The Access Paradox

Open-plan offices seem to be very popular. Part of the rationale for open-plan offices is that they aid teamwork and communications.

It’s surprising, then, how many people who work in them, dislike them.

Recently I was reviewing the work of an audit into a department where all its members work in a single open-plan office. One of the main emergent concerns in the feedback is how little they know about what is going on in the rest of the organisation.

The Atlantic Software Guild conducted some research into the productivity of software writers, and they discovered huge variations between the productivity between different organisations. These variation came to light in their Code Wars experiment, as reported in de Marco and Lister’s book, Peopleware. They concluded that the most critical factors to productivity were not the experience of the programmers, nor the particular software tools they used, but rather their working environment. The worst-performing organisations were those with high-distraction, open-plan environments. And it reduced comparative productivity with other organisations by as much as a factor of 10.

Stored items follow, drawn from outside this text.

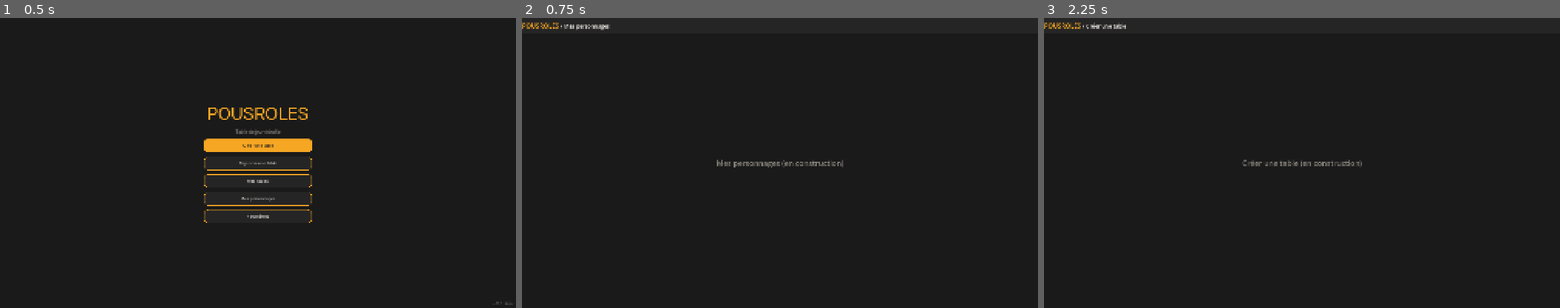
Above: before the commit, frames 1-3 (left to right).
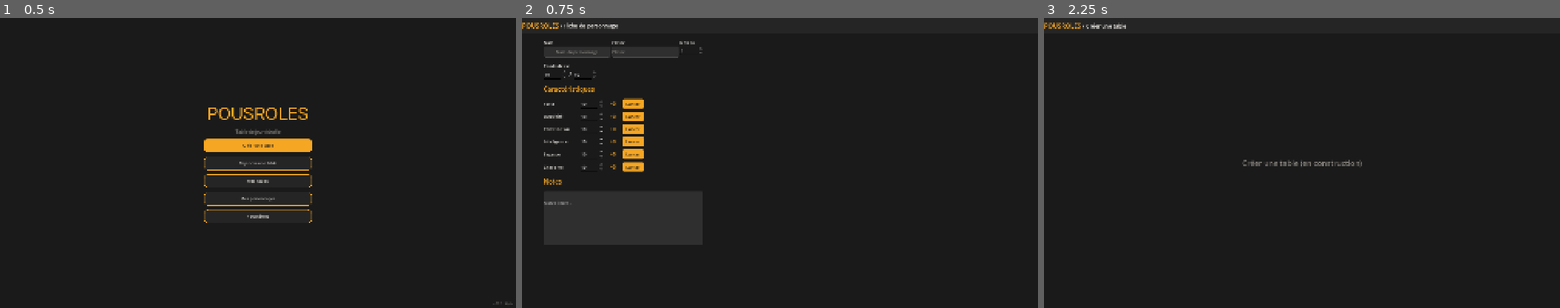
Above: after the commit, the same moments.

Repository: OznyRin/VTT
Game: Godot game, scene res://scenes/main_menu.tscn
The game is run twice, just before and just after one commit, with the same random seed, the same clock (stepped at 60 frames per second) and the same inputs.
Inputs:
- Up to frame 1 (0.5 s): no input
- Up to frame 2 (0.75 s): click "Mes personnages" at 0.5 s
- Up to frame 3 (2.25 s): click "POUSROLES" at 1.25 s; click "Créer une table" at 2 s

Frame 1 is identical in both runs. In frame 2, 2.3% of the frame differs, in the area x 0-63%, y 1-65%; in frame 3, nothing differs.

Commit message:
Fiche de personnage MVP avec stats, modificateurs et jets de dés

Diff:
--- /dev/null
+++ b/scenes/character_sheet.tscn
@@ -0,0 +1,227 @@
+[gd_scene format=3 uid="uid://c6xbgkmobojbr"]
+
+[ext_resource type="Script" uid="uid://bvhu7qcyl0v6a" path="res://scripts/character_sheet.gd" id="1_2ycnj"]
+
+[node name="CharacterSheet" type="Control" unique_id=1727388827]
+layout_mode = 3
+anchors_preset = 15
+anchor_right = 1.0
+anchor_bottom = 1.0
+grow_horizontal = 2
+grow_vertical = 2
+script = ExtResource("1_2ycnj")
+
+[node name="Background" type="ColorRect" parent="." unique_id=861440531]
+layout_mode = 1
+anchors_preset = 15
+anchor_right = 1.0
+anchor_bottom = 1.0
+grow_horizontal = 2
+grow_vertical = 2
+color = Color(0.101960786, 0.101960786, 0.101960786, 1)
+
+[node name="NavBar" type="PanelContainer" parent="." unique_id=572785352]
+custom_minimum_size = Vector2(0, 60)
+layout_mode = 1
+anchors_preset = 10
+anchor_right = 1.0
+grow_horizontal = 2
+
+[node name="HBoxContainer" type="HBoxContainer" parent="NavBar" unique_id=92050232]
+layout_mode = 2
+
+[node name="BtnHome" type="Button" parent="NavBar/HBoxContainer" unique_id=1033581845]
+layout_mode = 2
+text = "POUSROLES"
+
+[node name="NavTitle" type="Label" parent="NavBar/HBoxContainer" unique_id=1873707058]
+layout_mode = 2
+text = "/ Fiche de personnage"
+
+[node name="Content" type="ScrollContainer" parent="." unique_id=1081223874]
+layout_mode = 1
+anchors_preset = 15
+anchor_right = 1.0
+anchor_bottom = 1.0
+offset_left = 80.0
+offset_top = 80.0
+grow_horizontal = 2
+grow_vertical = 2
+
+[node name="VBox" type="VBoxContainer" parent="Content" unique_id=314917482]
+layout_mode = 2
+theme_override_constants/separation = 20
+
+[node name="IdentityRow" type="HBoxContainer" parent="Content/VBox" unique_id=1212923352]
+layout_mode = 2
+
+[node name="NameGroup" type="VBoxContainer" parent="Content/VBox/IdentityRow" unique_id=870664158]
+layout_mode = 2
+
+[node name="NameLabel" type="Label" parent="Content/VBox/IdentityRow/NameGroup" unique_id=1467773548]
+layout_mode = 2
+text = "Nom"
+
+[node name="NameEdit" type="LineEdit" parent="Content/VBox/IdentityRow/NameGroup" unique_id=622009163]
+layout_mode = 2
+placeholder_text = "Nom du personnage"
+alignment = 1
+expand_to_text_length = true
+
+[node name="ClassGroup" type="VBoxContainer" parent="Content/VBox/IdentityRow" unique_id=1836426431]
+layout_mode = 2
+
+[node name="ClassLabel" type="Label" parent="Content/VBox/IdentityRow/ClassGroup" unique_id=1442028479]
+layout_mode = 2
+text = "Classe"
+
+[node name="ClassEdit" type="LineEdit" parent="Content/VBox/IdentityRow/ClassGroup" unique_id=447087373]
+layout_mode = 2
+placeholder_text = "Classe"
+expand_to_text_length = true
+
+[node name="LevelGroup" type="VBoxContainer" parent="Content/VBox/IdentityRow" unique_id=1825950792]
+layout_mode = 2
+
+[node name="LevelLabel" type="Label" parent="Content/VBox/IdentityRow/LevelGroup" unique_id=1682957504]
+layout_mode = 2
+text = "Niveau"
+
+[node name="LevelSpin" type="SpinBox" parent="Content/VBox/IdentityRow/LevelGroup" unique_id=1570918110]
+layout_mode = 2
+
+[node name="HPRow" type="HBoxContainer" parent="Content/VBox" unique_id=740543931]
+layout_mode = 2
+theme_override_constants/separation = 20
+
+[node name="HPGroup" type="VBoxContainer" parent="Content/VBox/HPRow" unique_id=774667719]
+layout_mode = 2
+
+[node name="HPLabel" type="Label" parent="Content/VBox/HPRow/HPGroup" unique_id=1316308927]
+layout_mode = 2
+text = "Points de vie"
+
+[node name="HPInputs" type="HBoxContainer" parent="Content/VBox/HPRow/HPGroup" unique_id=286820805]
+layout_mode = 2
+theme_override_constants/separation = 8
+
+[node name="HPCurrent" type="SpinBox" parent="Content/VBox/HPRow/HPGroup/HPInputs" unique_id=375778278]
+layout_mode = 2
+
+[node name="HPSeparator" type="Label" parent="Content/VBox/HPRow/HPGroup/HPInputs" unique_id=1916155014]
+layout_mode = 2
+text = "/"
+
+[node name="HPMax" type="SpinBox" parent="Content/VBox/HPRow/HPGroup/HPInputs" unique_id=1557665628]
+layout_mode = 2
+
+[node name="StatsTitle" type="Label" parent="Content/VBox" unique_id=1926058055]
+layout_mode = 2
+text = "Caractéristiques"
+
+[node name="StatsGrid" type="GridContainer" parent="Content/VBox" unique_id=1387297693]
+layout_mode = 2
+theme_override_constants/h_separation = 16
+theme_override_constants/v_separation = 12
+columns = 4
+
+[node name="LabelFor" type="Label" parent="Content/VBox/StatsGrid" unique_id=667789267]
+layout_mode = 2
+text = "Force"
+
+[node name="StatFor" type="SpinBox" parent="Content/VBox/StatsGrid" unique_id=2092296276]
+layout_mode = 2
+
+[node name="ModFor" type="Label" parent="Content/VBox/StatsGrid" unique_id=249813148]
+layout_mode = 2
+text = "+0"
+
+[node name="RollFor" type="Button" parent="Content/VBox/StatsGrid" unique_id=1430998301]
+layout_mode = 2
+text = "Lancer"
+
+[node name="LabelDex" type="Label" parent="Content/VBox/StatsGrid" unique_id=328843142]
+layout_mode = 2
+text = "Dextérité"
+
+[node name="StatDex" type="SpinBox" parent="Content/VBox/StatsGrid" unique_id=1093551251]
+layout_mode = 2
+
+[node name="ModDex" type="Label" parent="Content/VBox/StatsGrid" unique_id=192961789]
+layout_mode = 2
+text = "+0"
+
+[node name="RollDex" type="Button" parent="Content/VBox/StatsGrid" unique_id=718009156]
+layout_mode = 2
+text = "Lancer"
+
+[node name="LabelCon" type="Label" parent="Content/VBox/StatsGrid" unique_id=1837952869]
+layout_mode = 2
+text = "Constitution"
+
+[node name="StatCon" type="SpinBox" parent="Content/VBox/StatsGrid" unique_id=484880568]
+layout_mode = 2
+
+[node name="ModCon" type="Label" parent="Content/VBox/StatsGrid" unique_id=559496355]
+layout_mode = 2
+text = "+0"
+
+[node name="RollCon" type="Button" parent="Content/VBox/StatsGrid" unique_id=843019993]
+layout_mode = 2
+text = "Lancer"
+
+[node name="LabelInt" type="Label" parent="Content/VBox/StatsGrid" unique_id=413520500]
+layout_mode = 2
+text = "Intelligence"
+
+[node name="StatInt" type="SpinBox" parent="Content/VBox/StatsGrid" unique_id=1955345807]
+layout_mode = 2
+
+[node name="ModInt" type="Label" parent="Content/VBox/StatsGrid" unique_id=1300086543]
+layout_mode = 2
+text = "+0"
+
+[node name="RollInt" type="Button" parent="Content/VBox/StatsGrid" unique_id=1386087781]
+layout_mode = 2
+text = "Lancer"
+
+[node name="LabelSag" type="Label" parent="Content/VBox/StatsGrid" unique_id=488751321]
+layout_mode = 2
+text = "Sagesse"
+
+[node name="StatSag" type="SpinBox" parent="Content/VBox/StatsGrid" unique_id=280211891]
+layout_mode = 2
+
+[node name="ModSag" type="Label" parent="Content/VBox/StatsGrid" unique_id=1556880148]
+layout_mode = 2
+text = "+0"
+
+[node name="RollSag" type="Button" parent="Content/VBox/StatsGrid" unique_id=1841528536]
+layout_mode = 2
+text = "Lancer"
+
+[node name="LabelCha" type="Label" parent="Content/VBox/StatsGrid" unique_id=1855462251]
+layout_mode = 2
+text = "Charisme"
+
+[node name="StatCha" type="SpinBox" parent="Content/VBox/StatsGrid" unique_id=1209269124]
+layout_mode = 2
+
+[node name="ModCha" type="Label" parent="Content/VBox/StatsGrid" unique_id=1430837313]
+layout_mode = 2
+text = "+0"
+
+[node name="RollCha" type="Button" parent="Content/VBox/StatsGrid" unique_id=1126832665]
+layout_mode = 2
+text = "Lancer"
+
+[node name="NotesLabel" type="Label" parent="Content/VBox" unique_id=796500029]
+layout_mode = 2
+theme_override_constants/line_spacing = 6
+text = "Notes"
+
+[node name="NotesEdit" type="TextEdit" parent="Content/VBox" unique_id=368896033]
+custom_minimum_size = Vector2(100, 200)
+layout_mode = 2
+placeholder_text = "
+Notes libres ..."
--- a/scenes/my_characters.tscn
+++ /dev/null
@@ -1,55 +0,0 @@
-[gd_scene format=3 uid="uid://cnvyb34dkhmuj"]
-
-[ext_resource type="Script" uid="uid://yydjgkhyehox" path="res://scripts/my_characters.gd" id="1_kl54f"]
-
-[node name="MyCharacters" type="Control" unique_id=1246439056]
-layout_mode = 3
-anchors_preset = 15
-anchor_right = 1.0
-anchor_bottom = 1.0
-grow_horizontal = 2
-grow_vertical = 2
-script = ExtResource("1_kl54f")
-
-[node name="ColorRect" type="ColorRect" parent="." unique_id=1414023373]
-layout_mode = 1
-anchors_preset = 15
-anchor_right = 1.0
-anchor_bottom = 1.0
-grow_horizontal = 2
-grow_vertical = 2
-color = Color(0.101960786, 0.101960786, 0.101960786, 1)
-
-[node name="NavBar" type="PanelContainer" parent="." unique_id=824330101]
-custom_minimum_size = Vector2(0, 60)
-layout_mode = 1
-anchors_preset = 10
-anchor_right = 1.0
-grow_horizontal = 2
-
-[node name="HBoxContainer" type="HBoxContainer" parent="NavBar" unique_id=97970883]
-layout_mode = 2
-
-[node name="BtnHome" type="Button" parent="NavBar/HBoxContainer" unique_id=229950440]
-layout_mode = 2
-text = "POUSROLES"
-
-[node name="NavTitle" type="Label" parent="NavBar/HBoxContainer" unique_id=754061065]
-layout_mode = 2
-text = "/ Mes personnages"
-
-[node name="PageTitle" type="Label" parent="." unique_id=960241090]
-layout_mode = 1
-anchors_preset = 8
-anchor_left = 0.5
-anchor_top = 0.5
-anchor_right = 0.5
-anchor_bottom = 0.5
-offset_left = -128.0
-offset_top = -11.5
-offset_right = 128.0
-offset_bottom = 11.5
-grow_horizontal = 2
-grow_vertical = 2
-theme_override_colors/font_color = Color(0.9411765, 0.92941177, 0.9098039, 1)
-text = "Mes personnages (en construction)"
--- /dev/null
+++ b/scripts/character_sheet.gd
@@ -0,0 +1,151 @@
+extends Control
+
+var stat_names := ["For", "Dex", "Con", "Int", "Sag", "Cha"]
+
+func _ready():
+	# NavBar
+	var nav_style = StyleBoxFlat.new()
+	nav_style.bg_color = Color("#252525")
+	nav_style.border_color = Color("#3A3A3A")
+	nav_style.border_width_bottom = 1
+	$NavBar.add_theme_stylebox_override("panel", nav_style)
+
+	var home_style = StyleBoxEmpty.new()
+	$NavBar/HBoxContainer/BtnHome.add_theme_stylebox_override("normal", home_style)
+	$NavBar/HBoxContainer/BtnHome.add_theme_stylebox_override("hover", home_style)
+	$NavBar/HBoxContainer/BtnHome.add_theme_stylebox_override("pressed", home_style)
+	$NavBar/HBoxContainer/BtnHome.add_theme_color_override("font_color", Color("#F5A623"))
+	$NavBar/HBoxContainer/BtnHome.add_theme_color_override("font_hover_color", Color("#E8932A"))
+	$NavBar/HBoxContainer/BtnHome.add_theme_font_size_override("font_size", 24)
+
+	$NavBar/HBoxContainer/NavTitle.add_theme_color_override("font_color", Color("#F0EDE8"))
+	$NavBar/HBoxContainer/NavTitle.add_theme_font_size_override("font_size", 20)
+
+	# Style des labels
+	for node in get_all_children(self):
+		if node is Label:
+			node.add_theme_color_override("font_color", Color("#F0EDE8"))
+
+	# Style du titre Stats
+	$Content/VBox/StatsTitle.add_theme_font_size_override("font_size", 24)
+	$Content/VBox/StatsTitle.add_theme_color_override("font_color", Color("#F5A623"))
+
+	# Style Notes label
+	$Content/VBox/NotesLabel.add_theme_font_size_override("font_size", 24)
+	$Content/VBox/NotesLabel.add_theme_color_override("font_color", Color("#F5A623"))
+
+	# Style des LineEdit
+	var edit_style = StyleBoxFlat.new()
+	edit_style.bg_color = Color("#2F2F2F")
+	edit_style.border_color = Color("#4A4A4A")
+	edit_style.border_width_bottom = 1
+	edit_style.corner_radius_top_left = 6
+	edit_style.corner_radius_top_right = 6
+	edit_style.corner_radius_bottom_left = 6
+	edit_style.corner_radius_bottom_right = 6
+
+	for edit in [
+		$Content/VBox/IdentityRow/NameGroup/NameEdit,
+		$Content/VBox/IdentityRow/ClassGroup/ClassEdit
+	]:
+		edit.add_theme_stylebox_override("normal", edit_style)
+		edit.add_theme_color_override("font_color", Color("#F0EDE8"))
+		edit.add_theme_color_override("font_placeholder_color", Color("#8A8680"))
+		edit.custom_minimum_size = Vector2(250, 40)
+
+	# Style du TextEdit (Notes)
+	var notes_style = StyleBoxFlat.new()
+	notes_style.bg_color = Color("#2F2F2F")
+	notes_style.border_color = Color("#4A4A4A")
+	notes_style.border_width_bottom = 1
+	notes_style.corner_radius_top_left = 6
+	notes_style.corner_radius_top_right = 6
+	notes_style.corner_radius_bottom_left = 6
+	notes_style.corner_radius_bottom_right = 6
+	$Content/VBox/NotesEdit.add_theme_stylebox_override("normal", notes_style)
+	$Content/VBox/NotesEdit.add_theme_color_override("font_color", Color("#F0EDE8"))
+
+	# Style des boutons Lancer
+	var roll_style = StyleBoxFlat.new()
+	roll_style.bg_color = Color("#F5A623")
+	roll_style.corner_radius_top_left = 6
+	roll_style.corner_radius_top_right = 6
+	roll_style.corner_radius_bottom_left = 6
+	roll_style.corner_radius_bottom_right = 6
+	var roll_hover = roll_style.duplicate()
+	roll_hover.bg_color = Color("#E8932A")
+
+	# Style des modificateurs
+	for stat in stat_names:
+		var roll_btn = $Content/VBox/StatsGrid.get_node("Roll" + stat)
+		roll_btn.add_theme_stylebox_override("normal", roll_style)
+		roll_btn.add_theme_stylebox_override("hover", roll_hover)
+		roll_btn.add_theme_stylebox_override("pressed", roll_hover)
+		roll_btn.add_theme_color_override("font_color", Color("#1A1A1A"))
+		roll_btn.add_theme_color_override("font_hover_color", Color("#1A1A1A"))
+		roll_btn.custom_minimum_size = Vector2(80, 35)
+		roll_btn.pressed.connect(_on_roll_stat.bind(stat))
+
+		var mod_label = $Content/VBox/StatsGrid.get_node("Mod" + stat)
+		mod_label.add_theme_color_override("font_color", Color("#F5A623"))
+		mod_label.add_theme_font_size_override("font_size", 18)
+		mod_label.custom_minimum_size = Vector2(40, 0)
+		mod_label.horizontal_alignment = HORIZONTAL_ALIGNMENT_CENTER
+
+		var stat_spin = $Content/VBox/StatsGrid.get_node("Stat" + stat)
+		stat_spin.min_value = 1
+		stat_spin.max_value = 30
+		stat_spin.value = 10
+		stat_spin.value_changed.connect(_on_stat_changed.bind(stat))
+
+		var stat_label = $Content/VBox/StatsGrid.get_node("Label" + stat)
+		stat_label.custom_minimum_size = Vector2(120, 0)
+
+	# PV
+	$Content/VBox/HPRow/HPGroup/HPInputs/HPCurrent.min_value = 0
+	$Content/VBox/HPRow/HPGroup/HPInputs/HPCurrent.max_value = 999
+	$Content/VBox/HPRow/HPGroup/HPInputs/HPCurrent.value = 10
+	$Content/VBox/HPRow/HPGroup/HPInputs/HPMax.min_value = 1
+	$Content/VBox/HPRow/HPGroup/HPInputs/HPMax.max_value = 999
+	$Content/VBox/HPRow/HPGroup/HPInputs/HPMax.value = 10
+	$Content/VBox/HPRow/HPGroup/HPInputs/HPSeparator.add_theme_font_size_override("font_size", 24)
+
+	# Niveau
+	$Content/VBox/IdentityRow/LevelGroup/LevelSpin.min_value = 1
+	$Content/VBox/IdentityRow/LevelGroup/LevelSpin.max_value = 20
+	$Content/VBox/IdentityRow/LevelGroup/LevelSpin.value = 1
+
+	# Navigation
+	$NavBar/HBoxContainer/BtnHome.pressed.connect(_on_home_pressed)
+
+	# Initialiser les modificateurs
+	for stat in stat_names:
+		_update_modifier(stat, 10)
+
+func _on_home_pressed():
+	get_tree().change_scene_to_file("res://scenes/main_menu.tscn")
+
+func _on_stat_changed(value, stat):
+	_update_modifier(stat, value)
+
+func _update_modifier(stat, value):
+	var mod = int(floor((value - 10) / 2.0))
+	var mod_text = "+" + str(mod) if mod >= 0 else str(mod)
+	$Content/VBox/StatsGrid.get_node("Mod" + stat).text = mod_text
+
+func _on_roll_stat(stat):
+	var stat_spin = $Content/VBox/StatsGrid.get_node("Stat" + stat)
+	var mod = int(floor((stat_spin.value - 10) / 2.0))
+	var roll = randi_range(1, 20)
+	var total = roll + mod
+	var mod_text = "+" + str(mod) if mod >= 0 else str(mod)
+
+	var result_text = stat + " : 1d20(" + str(roll) + ") " + mod_text + " = " + str(total)
+	print(result_text)
+
+func get_all_children(node):
+	var children = []
+	for child in node.get_children():
+		children.append(child)
+		children.append_array(get_all_children(child))
+	return children
--- a/scripts/main_menu.gd
+++ b/scripts/main_menu.gd
@@ -56,7 +56,7 @@
 	get_tree().change_scene_to_file("res://scenes/join_table.tscn")
 
 func _on_characters_pressed():
-	get_tree().change_scene_to_file("res://scenes/my_characters.tscn")
+	get_tree().change_scene_to_file("res://scenes/character_sheet.tscn")
 
 func _on_settings_pressed():
 	get_tree().change_scene_to_file("res://scenes/settings.tscn")
--- a/scripts/my_characters.gd
+++ /dev/null
@@ -1,25 +0,0 @@
-extends Control
-
-func _ready():
-	var nav_style = StyleBoxFlat.new()
-	nav_style.bg_color = Color("#252525")
-	$NavBar.add_theme_stylebox_override("panel", nav_style)
-
-	var home_style = StyleBoxEmpty.new()
-	$NavBar/HBoxContainer/BtnHome.add_theme_stylebox_override("normal", home_style)
-	$NavBar/HBoxContainer/BtnHome.add_theme_stylebox_override("hover", home_style)
-	$NavBar/HBoxContainer/BtnHome.add_theme_stylebox_override("pressed", home_style)
-	$NavBar/HBoxContainer/BtnHome.add_theme_color_override("font_color", Color("#F5A623"))
-	$NavBar/HBoxContainer/BtnHome.add_theme_color_override("font_hover_color", Color("#E8932A"))
-	$NavBar/HBoxContainer/BtnHome.add_theme_font_size_override("font_size", 24)
-
-	$NavBar/HBoxContainer/NavTitle.add_theme_color_override("font_color", Color("#F0EDE8"))
-	$NavBar/HBoxContainer/NavTitle.add_theme_font_size_override("font_size", 20)
-
-	$PageTitle.add_theme_font_size_override("font_size", 28)
-	$PageTitle.add_theme_color_override("font_color", Color("#8A8680"))
-
-	$NavBar/HBoxContainer/BtnHome.pressed.connect(_on_home_pressed)
-
-func _on_home_pressed():
-	get_tree().change_scene_to_file("res://scenes/main_menu.tscn")
Not shown, added: scripts/character_sheet.gd.uid
Not shown, removed: scripts/my_characters.gd.uid

Such is the potential for uncontrolled distractions to each worker in such a workplace that they develop task-oriented behaviours to keep themselves focused on their own work. They develop little rituals to protect themselves from distraction. They compensate for the high-interruption environment. This might be, for example, in putting on headphones. This, in turn, leads to less spoken communication, because the conversation that occurs in that office is likely to be indiscriminate; it could be for anybody when a visitor walks in.

Here’s the kicker: Code Wars was conducted in the 1980s!

We don’t seem to have learned much over the last few decades, do we?